For retailers, he will offer regional exclusivity. "A lot of retailers are looking for opportunities to present exclusive products to their consumers," said Mr. Strum.

Mr. Newman said he already has been in touch with retailers in more than 25 states as well as "several dozen" wineries, primarily in California.

"I've been overwhelmed by the response," he said.

But Mr. Newman said he will not do business with Pennsylvania's liquor control board, saying it was too soon after his departure.

Mr. Newman resigned from the board in December in protest of Gov. Rendell's nomination of former state Sen. Joe Conti, R-Bucks, to a newly created CEO position with a $150,000 salary. His objection was that the board was given only two days to approve Mr. Conti, without the benefit of a national search.

"I thought the actions that were taken did not show transparency in government, and were not part of good governing. I don't feel comfortable returning to my state agency and soliciting those people. There are 49 other states out there."

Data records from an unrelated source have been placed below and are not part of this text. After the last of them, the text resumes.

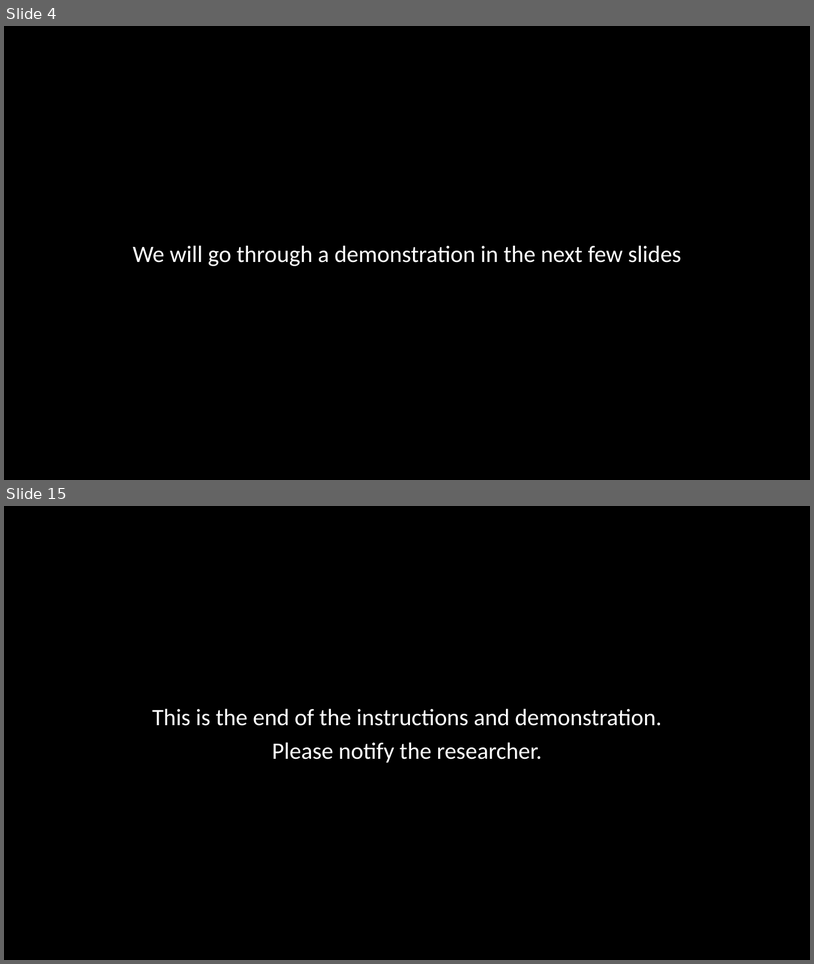
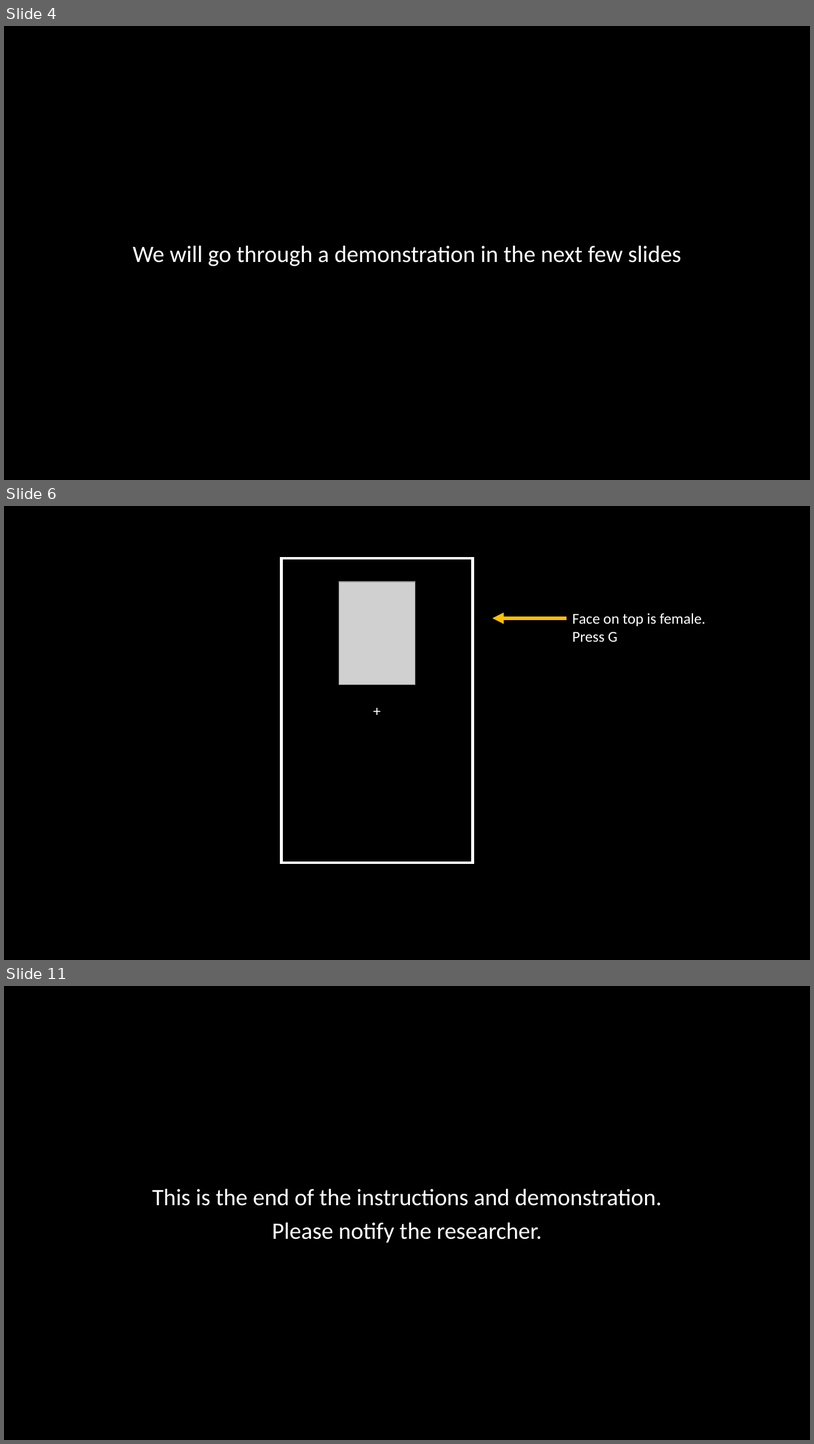
Before and after one commit to winsonfzyang/mindfulness_flexibility, a slide deck: instructions/affflex.pptx. Shown one above the other, each under a label of ours: slides 4 and 15 before the commit, slides 4, 6 and 11 after it; the slides between them are not shown. The pictures are 814x964 and 814x1444 pixels, drawn with LibreOffice and Linux fonts; fonts in the diff are those of the drawing; grey boxes stand for pictures. Boxes give left, top, right and bottom in pixels: in the first picture for what was removed or moved away, otherwise in the second. Text is boxed around its words. In the diff, an @@ line names an element or a change of style, - is before the commit and + after.

```diff
--- a/instructions/affflex.pptx
+++ b/instructions/affflex.pptx
@@ slide 6 added at [4,506,810,960], background #000000 @@
@@ rectangle added at [282,558,473,862], fill #000000, outline #FFFFFF 3 pt, 18 pt, text #FFFFFF @@
++
@@ picture added at [339,582,416,684] @@
@@ text added at [573,613,705,642], 18 pt, text #FFFFFF @@
+Face on top is female. Press G
@@ arrow added from (567, 618) to (493, 618), #FFC000 4.5 pt @@
@@ what was slide 15 is now slide 11 @@
```
Also in this commit, not shown: 2 slides changed, 5 other slides added, 10 slides removed, 1 other file.
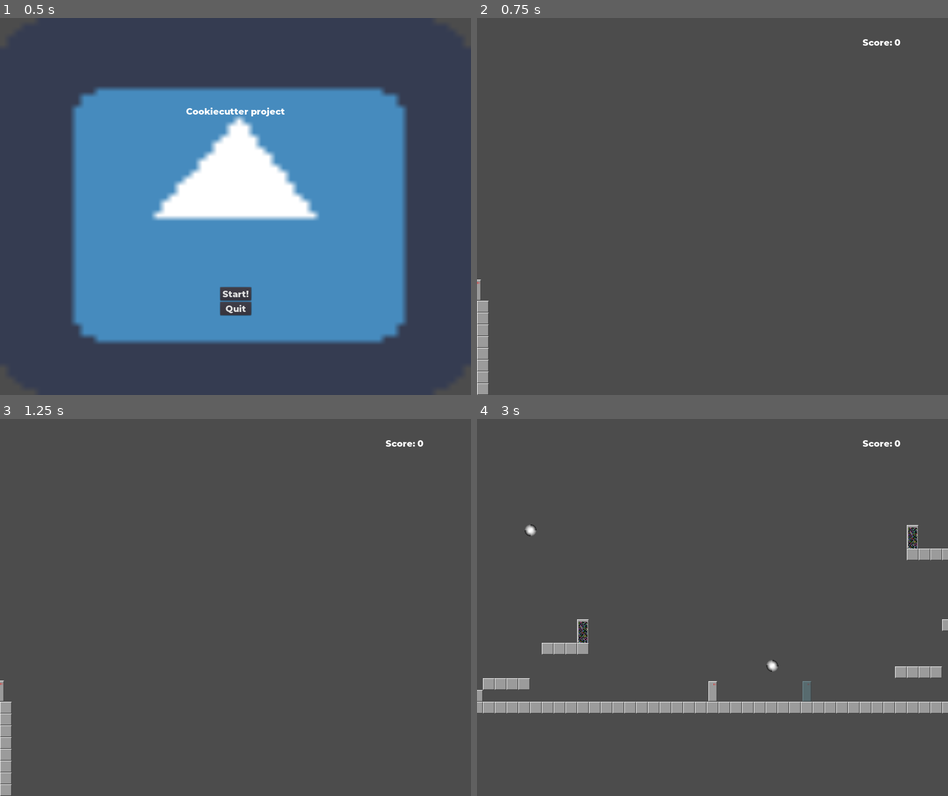
Above: before the commit, frames 1-4 (two rows, left to right).
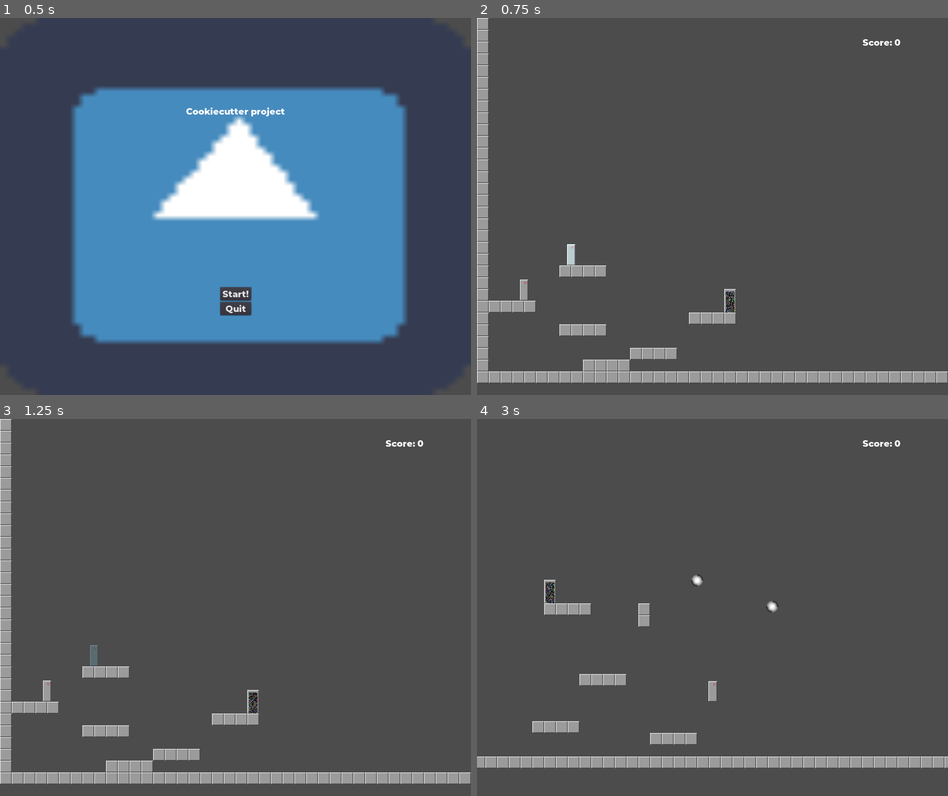
Above: after the commit, the same moments.

Repository: aes/yap
Game: Godot game, scene res://src/ui/MainMenu.tscn
The game is run twice, just before and just after one commit, with the same random seed, the same clock (stepped at 60 frames per second) and the same inputs. The engine's default icon, where the game draws it, is replaced by a stand-in: a white triangle on a blue panel in a dark square.
Inputs:
- Up to frame 1 (0.5 s): no input
- Up to frame 2 (0.75 s): click "Start!" at 0.5 s
- Up to frame 3 (1.25 s): no input
- Up to frame 4 (3 s): tap Enter at 1.25 s; hold D (move_right) 1.28-2.78 s; tap J (interact) at 1.35, 2.1, 2.85 s; tap W (jump) at 1.52, 2.27 s; hold A (move_left) from 2.78 s (still down)

Frame 1 is identical in both runs. In frame 2, 6.5% of the frame differs, in the area x 0-100%, y 0-100%; in frame 3, 6.5%; in frame 4, 8.8%, in the area x 0-100%, y 27-93%.

Commit message:
Fix player position in LevelTemplate

Diff:
--- a/src/levels/LevelTemplate.tscn
+++ b/src/levels/LevelTemplate.tscn
@@ -26,6 +26,7 @@
 target_portal = "Portal"
 
 [node name="Player" parent="." instance=ExtResource( 1 )]
+position = Vector2( 128, 832 )
 coyote_time = 0.5
 
 [node name="Camera2D" type="Camera2D" parent="Player"]

In response, current LCB Board Chairman P.J. Stapleton said in a statement Friday that the LCB will continue to use its buying power "to bring great wine and spirits to Pennsylvania at great prices. Mr. Newman is a private citizen now and we wish him well in his new venture."

In theory, Newman Wine and Spirits could end up bidding against the LCB for a particular vintage although Mr. Strum downplayed the possibility. "There are thousands of wineries in the U.S. I think there's plenty of wine to go around."

Mr. Newman said he plans to start up the spirits portion of the business by introducing high-end vodka and tequila next summer.

An investor and board member for Newman Wine and Spirits is retired Pirates CEO Kevin McClatchy, who said the new business "makes a lot of sense."

Mr. McClatchy said he was impressed with Mr. Newman after working with him to develop special All-Star label wines when Pittsburgh hosted the mid-summer baseball classic in 2006.

"I really respected what he had done with the board and with the Chairman's Selection," said Mr. McClatchy.